_REQUIREMENT_. From the listing below, extract each line containing the string "Starter".

_EXERCISE INPUT_.
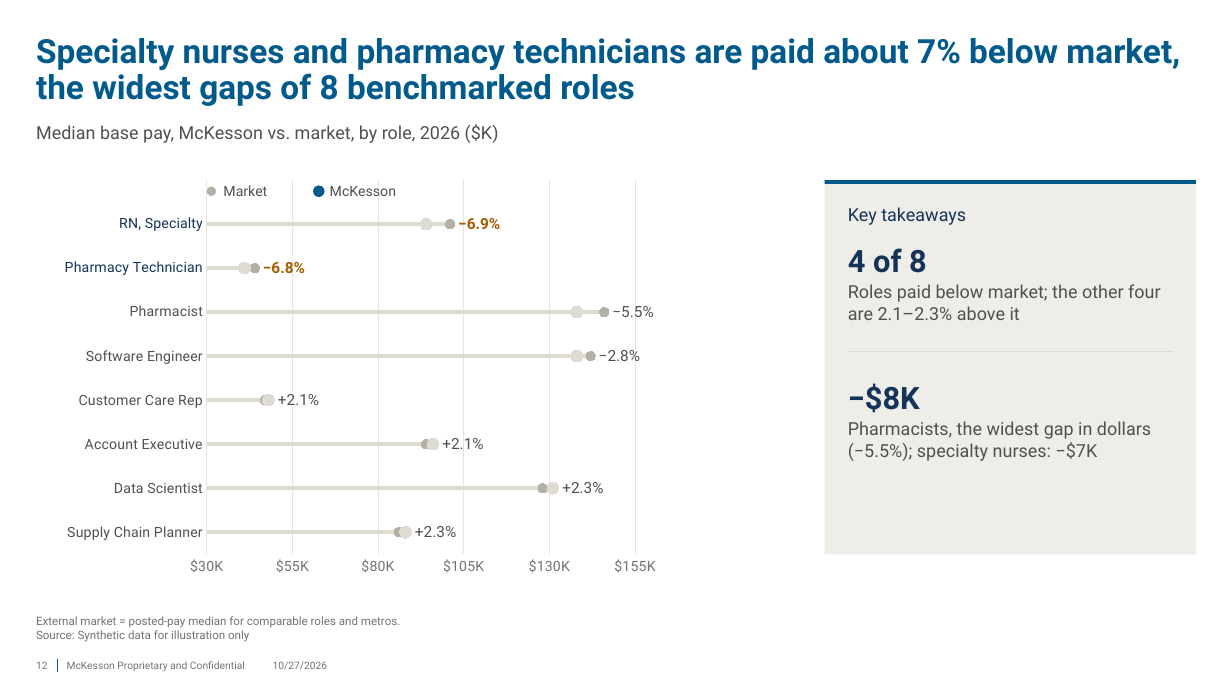
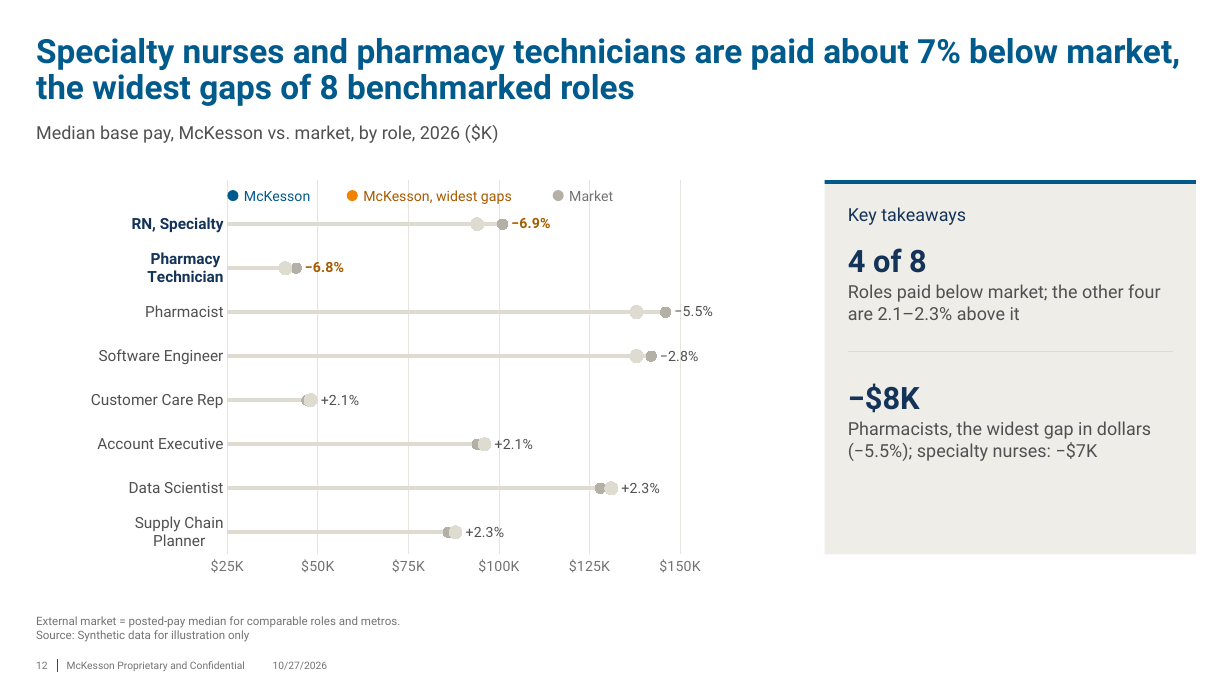
Before and after one commit to amccown-mck/Data-Viz-Guide, a slide deck: slide 12 of dist/office/McKesson-DataViz-Starter.pptx. Drawn at 1232x693 pixels with LibreOffice and Linux fonts; fonts in the diff are those of the drawing. Boxes give left, top, right and bottom in pixels: in the first picture for what was removed or moved away, otherwise in the second. Text is boxed around its words. In the diff, an @@ line names an element or a change of style, - is before the commit and + after.

```diff
--- a/dist/office/McKesson-DataViz-Starter.pptx
+++ b/dist/office/McKesson-DataViz-Starter.pptx
@@ scatter lines chart at (36, 166, 779, 592) @@
-RN, Specialty: (30, 100), (101, 100), (94, 100)
+RN, Specialty: (25, 100), (101, 100), (94, 100)
-Pharmacy Technician: (30, 88), (44, 88), (41, 88)
+Pharmacy Technician: (25, 88), (44, 88), (41, 88)
-Pharmacist: (30, 75), (146, 75), (138, 75)
+Pharmacist: (25, 75), (146, 75), (138, 75)
-Software Engineer: (30, 62), (142, 62), (138, 62)
+Software Engineer: (25, 62), (142, 62), (138, 62)
-Customer Care Rep: (30, 50), (47, 50), (48, 50)
+Customer Care Rep: (25, 50), (47, 50), (48, 50)
-Account Executive: (30, 38), (94, 38), (96, 38)
+Account Executive: (25, 38), (94, 38), (96, 38)
-Data Scientist: (30, 25), (128, 25), (131, 25)
+Data Scientist: (25, 25), (128, 25), (131, 25)
-Supply Chain Planner: (30, 12), (86, 12), (88, 12)
+Supply Chain Planner: (25, 12), (86, 12), (88, 12)
@@ category axis changed @@
@@ plot area changed @@
@@ ellipse: place and size @@
-ellipse at (313, 186, 324, 197)
+ellipse at (227, 190, 238, 201)
@@ text "McKesson": place and size @@
-text "McKesson" at (330, 186, 396, 196)
+text "McKesson" at (244, 191, 310, 201)
@@ text "McKesson" at (244, 191, 310, 201): text colour #505050 to #005A8C @@
@@ ellipse: place and size @@
-ellipse at (207, 187, 216, 196)
+ellipse at (347, 190, 358, 201)
@@ ellipse at (347, 190, 358, 201): fill #B4B0A5 to #EF8200 @@
@@ text added at (363, 190, 512, 204), 11 pt, text #A75B00 @@
+McKesson, widest gaps
@@ ellipse added at (553, 190, 564, 201), fill #B4B0A5 @@
@@ text "Market": place and size @@
-text "Market" at (223, 185, 267, 196)
+text "Market" at (569, 190, 613, 201)
@@ text "Market" at (569, 190, 613, 201): text colour #505050 to #737373 @@
```
Also in this commit, not shown: 2 other slides changed, 17 other files.

_FINAL ANSWER_.
Before and after one commit to amccown-mck/Data-Viz-Guide, a slide deck: slide 12 of dist/office/McKesson-DataViz-Starter.pptx. Drawn at 1232x693 pixels with LibreOffice and Linux fonts; fonts in the diff are those of the drawing. Boxes give left, top, right and bottom in pixels: in the first picture for what was removed or moved away, otherwise in the second. Text is boxed around its words. In the diff, an @@ line names an element or a change of style, - is before the commit and + after.
--- a/dist/office/McKesson-DataViz-Starter.pptx
+++ b/dist/office/McKesson-DataViz-Starter.pptx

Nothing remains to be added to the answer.